Its been warm up there (+5 to +10 C more than enough to clear the passage) so for the second year running, both passages will be open for ordinary ships.
Jacob Mack says
Hank # 660, indeed, primary sources are of utmost importance, hence my avoidance as a rule of wikis and other secondary sources.
Hank Roberts says
“dave p” claims Arctic “melting is lagging last year” and points to the anomaly chart, which may differ by about a pixel, if it’s accurate.
Well, how could we learn any more than looking at a chart?
Ah, yes, look at the data.
Well, I don’t see it easily at NSIDC, let’s look at Stoat’s favorite:
http://www.ijis.iarc.uaf.edu/seaice/extent/AMSRE_Sea_Ice_Extent.png
The latest value : 6,610,000 km2 (August 7, 2009)
Their data is downloadable; this is last year’s:
08,06,2008,6579844
08,07,2008,6485625
08,08,2008,6485000
08,09,2008,6417656
08,10,2008,6343906
08,11,2008,6291563
Let’s see, 6610000 minus 6485625 —
dave p?
Hank Roberts says
Oops, that wasn’t meant as a trick question; what matters is not the raw number but the rate and the accuracy; here’s what you find at NSIDC as of today, using the PgDn key:
“Averaged for the month, July 2009 saw a decline rate in ice extent of 106,000 square kilometers (41,000 square miles) per day. For comparison, the rate of decline for July 2007 was 107,000 square kilometers (41,000 square miles) per day and the July 2008 rate of decline was 94,000 square kilometers (36,000 square miles) per day….”
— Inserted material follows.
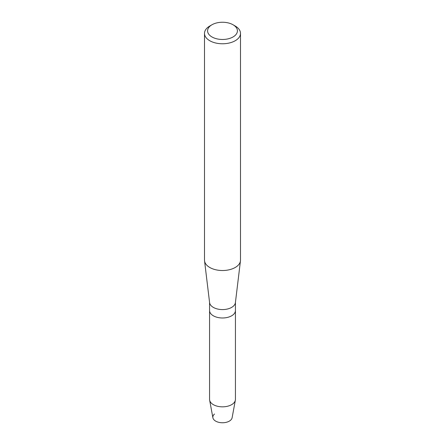 <?xml version="1.0" encoding="UTF-8"?>
<svg xmlns="http://www.w3.org/2000/svg" width="445" height="445" viewBox="0 0 445 445"><rect width="100%" height="100%" fill="white"/><g stroke="black" fill="none" stroke-linecap="round" stroke-linejoin="round"><path stroke-width="0.67" d="M235.433 302.377L235.433 310.515A12.933 7.465 180 0 1 231.645 315.8A12.933 7.465 180 0 0 235.433 310.515L235.433 399.371A12.933 7.465 180 0 1 235.361 400.161L232.112 417.766A9.668 5.585 180 0 1 229.336 421.12A9.668 5.585 180 0 1 216.331 421.471A9.668 5.585 180 0 1 214.512 414.034M233.047 24.77L235.227 26.032A18 10.391 180 0 1 240.5 33.381L240.5 260.13A18 10.391 180 0 1 240.456 260.853L235.405 302.639A12.933 7.465 180 0 1 231.645 307.4A12.933 7.465 180 0 1 217.972 309.114A12.933 7.465 180 0 1 209.595 302.639L204.544 260.853A18 10.391 180 0 1 204.5 260.13L204.5 33.381A18 10.391 180 0 1 209.773 26.032L211.954 24.77A14.913 8.611 180 0 1 233.047 24.77A14.913 8.611 180 0 1 233.047 36.952A14.913 8.611 180 0 1 211.954 36.952A14.913 8.611 180 0 1 211.954 24.77L209.773 26.032M235.361 400.161A12.933 7.465 180 0 1 231.645 404.65A12.933 7.465 180 0 1 218.189 406.413A12.933 7.465 180 0 1 209.639 400.161A12.933 7.465 180 0 1 209.567 399.371L209.567 310.515A12.933 7.465 180 0 0 217.549 317.418A12.933 7.465 180 0 0 231.645 315.8A12.933 7.465 180 0 1 217.549 317.418A12.933 7.465 180 0 1 209.567 310.515L209.567 302.377M240.456 260.853A18 10.391 180 0 1 235.227 267.478A18 10.391 180 0 1 216.198 269.865A18 10.391 180 0 1 204.544 260.853M240.5 33.381A18 10.391 180 0 1 235.227 40.729A18 10.391 180 0 1 215.614 42.981A18 10.391 180 0 1 204.5 33.381M229.336 421.12A9.668 5.585 180 0 1 219.279 422.439A9.668 5.585 180 0 1 212.888 417.766L209.639 400.161"/></g></svg>

Note the gray band: http://nsidc.org/images/arcticseaicenews/20090804_Figure2.png
BobFJ says
Barton Paul Levenson, Reur 649, in part:
Could you run that by again please. I don’t understand how you mean it in relation to the table on page 4 of the relevant link
http://ipcc-wg1.ucar.edu/wg1/Report/AR4WG1_Print_SPM.pdf
Isn’t Max simply saying that the SPECIFIC anthro-forcing of 1.66 from CO2 is roughly the same as the NET forcing of 1.6? Also, the reason for that is that a whole bunch of lesser SPECIFIC positive and negative forcings all NET out to roughly zero? (and in context in that discussion, those lesser forcings, a NET of 0.06 can almost be ignored)
Paul Klemencic says
Actually this year is very close to 2008 at this point. Last year was a leap year, so there is an extra day of melt in last year’s data. We should be comparing August 6th from last year with August 7th this year, which puts the two within about 30,000 km2, which is well within the accuracy for measuring sea ice extent.
dave p was actually looking at NSIDC’s Ice Area graph, which has a likely measurement error even larger than ice extent measurement (according to NSIDC personnel). In either case, there simply is very little difference for comparable days into the melt season.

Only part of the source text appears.